Make sure you check everything with:

hugo serve -D

Deployment

Now, let’s serve it. First, we setup Nginx to serve static files. We create a file under /etc/nginx/sites-available/ with our site configurations. For example:

sudo touch /etc/nginx/sites-available/blog

Populate it with the following:

server {
  server_name example.com www.example.com;
  root /home/username/blog/public/; #Absolute path to where your hugo site is
  index index.html; # Hugo generates HTML
  error_page 404 /404.html;
}

Move this file onto sites-enabled:

sudo ln -s /etc/nginx/sites-available/blog /etc/nginx/sites-enabled/blog

Make sure that your DNS is setup to point to your server.

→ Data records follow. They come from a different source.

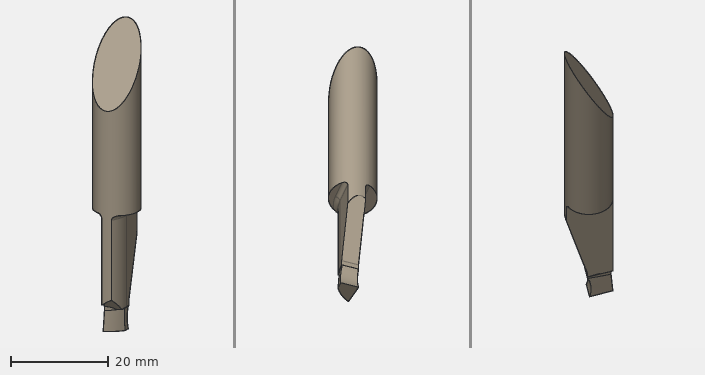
import cadquery as cq
import math


length = 65.9
shank_diameter = 10.0
shank_radius = shank_diameter / 2
bevel_angle = 60.0
bevel_height = shank_diameter * math.tan(math.radians(bevel_angle))
shank_bottom = 26.0
root_fillet = 1.0

blade_left = -1.1
blade_right = 2.6
ridge_x = 1.1
ridge_y = -math.sqrt(shank_radius**2 - ridge_x**2)
relief_end_y = -0.65
taper_top = 21.9
taper_bottom = 6.2
blade_back_y = 0.45

end_apex_z = 7.5
end_slope_x = 0.68
end_slope_y = -1.4
runout_front_z = 6.25
runout_back_z = 5.35

tip_top = 4.95
tip_front_y = -4.55
tip_edge_y = -4.95
tip_edge_z = 0.45
tip_front_x = -0.65
tip_right = 2.45
tip_flare = 0.2
tip_front_flare = 0.1
tip_side_y = -1.3
front_bulge_x = 0.9
front_bulge_y = -3.4
back_hollow_y = -0.295
back_hollow_z = 1.7
tip_back_y = 0.05

stock_allowance = 0.9
margin = 3.3
reach = shank_diameter + margin


def yz_prism(outline):
    """Extrude a closed YZ outline across the whole width."""
    return outline.close().extrude(reach, both=True)


def tip_outline(plane, flare=0, front_flare=0, front_drop=0):
    """Draw the tip cross-section: slanted rake side on -X and rounded front."""
    return (
        plane.moveTo(blade_left - flare, blade_back_y)
        .lineTo(tip_front_x - front_flare, tip_front_y - front_drop)
        .threePointArc(
            (front_bulge_x, front_bulge_y - front_drop),
            (tip_right + flare, tip_side_y - front_drop),
        )
        .lineTo(tip_right + flare, blade_back_y)
        .close()
    )


def round_blank():
    """Shank and full-depth blade with filleted roots, trimmed together to the shank diameter.

    The blade has a flat -X side and a circular relief on +X that meets the shank surface at the ridge.
    """
    relief_depth = blade_right - ridge_x
    relief_run = relief_end_y - ridge_y
    relief_radius = (relief_depth**2 + relief_run**2) / (2 * relief_depth)
    stock_half = shank_radius + stock_allowance
    stock_angle = math.asin((stock_half + relief_end_y) / relief_radius)

    def relief_point(angle):
        return (
            blade_right - relief_radius * (1 - math.cos(angle)),
            relief_end_y - relief_radius * math.sin(angle),
        )

    blade = (
        cq.Workplane("XY", origin=(0, 0, tip_top))
        .moveTo(blade_left, -stock_half)
        .lineTo(*relief_point(stock_angle))
        .threePointArc(relief_point(stock_angle / 2), (blade_right, relief_end_y))
        .lineTo(blade_right, stock_half)
        .lineTo(blade_left, stock_half)
        .close()
        .extrude(shank_bottom - tip_top)
    )
    shank = (
        cq.Workplane("XY", origin=(0, 0, shank_bottom))
        .rect(2 * stock_half, 2 * stock_half)
        .extrude(length - shank_bottom)
    )
    tolerance = 0.005
    root_zone = cq.selectors.BoxSelector(
        (blade_left - tolerance, -reach, shank_bottom - tolerance),
        (blade_right + tolerance, reach, shank_bottom + tolerance),
        boundingbox=True,
    )
    roots = shank.union(blade).edges(root_zone).fillet(root_fillet)
    return roots.intersect(cq.Workplane("XY").circle(shank_radius).extrude(length))


def end_cutter():
    """Space under the sloping blade end and the rake runout, leaving the stub."""
    normal = (end_slope_x, end_slope_y, -1)
    below_slope = cq.Workplane(
        cq.Plane(origin=(ridge_x, ridge_y, end_apex_z), normal=normal)
    ).rect(4 * reach, 4 * reach).extrude(reach)
    rake_runout = (
        cq.Workplane("YZ", origin=(tip_front_x, 0, 0))
        .moveTo(-shank_radius, 0)
        .lineTo(-shank_radius, runout_front_z)
        .lineTo(blade_back_y, runout_back_z)
        .lineTo(blade_back_y, 0)
        .close()
        .extrude(-reach)
    )
    blade_zone = cq.Workplane("XY").box(reach, reach, shank_bottom - root_fillet, centered=(True, True, False))
    stub = tip_outline(cq.Workplane("XY")).extrude(shank_bottom)
    return below_slope.intersect(blade_zone).union(rake_runout).cut(stub)


def make_bar():
    bevel = yz_prism(
        cq.Workplane("YZ")
        .moveTo(shank_radius, length)
        .lineTo(-shank_radius, length - bevel_height)
        .lineTo(-shank_radius, length)
    )
    back_taper = yz_prism(
        cq.Workplane("YZ")
        .moveTo(shank_radius, taper_top)
        .lineTo(blade_back_y, taper_bottom)
        .lineTo(blade_back_y, 0)
        .lineTo(shank_radius, 0)
    )
    return round_blank().cut(bevel).cut(back_taper).cut(end_cutter())


def make_tip():
    """Flared block trimmed to a hollow back and a clearance slope underneath."""
    upper = tip_outline(cq.Workplane("XY", origin=(0, 0, tip_top))).wires().val()
    lower = tip_outline(
        cq.Workplane("XY"), tip_flare, tip_front_flare, tip_front_y - tip_edge_y
    ).wires().val()
    block = cq.Workplane(cq.Solid.makeLoft([upper, lower], True))
    side_profile = yz_prism(
        cq.Workplane("YZ")
        .moveTo(-shank_radius, tip_top)
        .lineTo(-shank_radius, tip_edge_z)
        .lineTo(tip_edge_y, tip_edge_z)
        .lineTo(tip_back_y, 0)
        .threePointArc((back_hollow_y, back_hollow_z), (blade_back_y, tip_top))
    )
    return block.intersect(side_profile)


bar = make_bar()
tip = make_tip()
result = cq.Compound.makeCompound([bar.solids().val(), tip.solids().val()])

And the website is ready to serve!

SSL/HTTPS

Let’s get SSL setup. The simplest way is to get it up and going is by using certbot. It’s extremely easy to use with nginx and almost fully automated for certificate renewals.

Install certbot (on Debian/Ubuntu):

sudo apt install certbot python3-certbot-nginx

Afterwards, simply run certbot and follow the prompts.

sudo certbot --nginx

Autodeployment with GitHub Actions

Here’s a simple GitHub actions to get deployment on push:

---
name: CI

# Controls when the action will run.
on:
  # Triggers the workflow on push to master (including merged PRs)
  push:
    branches: [main]

  # Allows you to run this workflow manually from the Actions tab
  workflow_dispatch:

# A workflow run is made up of one or more jobs that can run sequentially or
# in parallel
jobs:
  # This workflow contains a single job called "build"
  update:
    # The type of runner that the job will run on
    runs-on: ubuntu-latest

    # Steps represent a sequence of tasks that will be executed as part of
    # the job
    steps:
    - name: Updating website.
      uses: appleboy/ssh-action@master
      with:
        host: ${{ secrets.HOST }}
        username: ${{ secrets.USERNAME }}
        key: ${{ secrets.PRIVATE_KEY }}
        port: ${{ secrets.SSH_PORT }}
        script: |
          cd blog
          git stash
          git pull --force origin main
          git submodule update
          hugo -s /full/path/to/your/static/page --cacheDir ~/hugocache

Make sure to replace parts as needed! And make sure that the secrets are populated.

That’s it!

Hope this helps, and happy making a Hugo static site!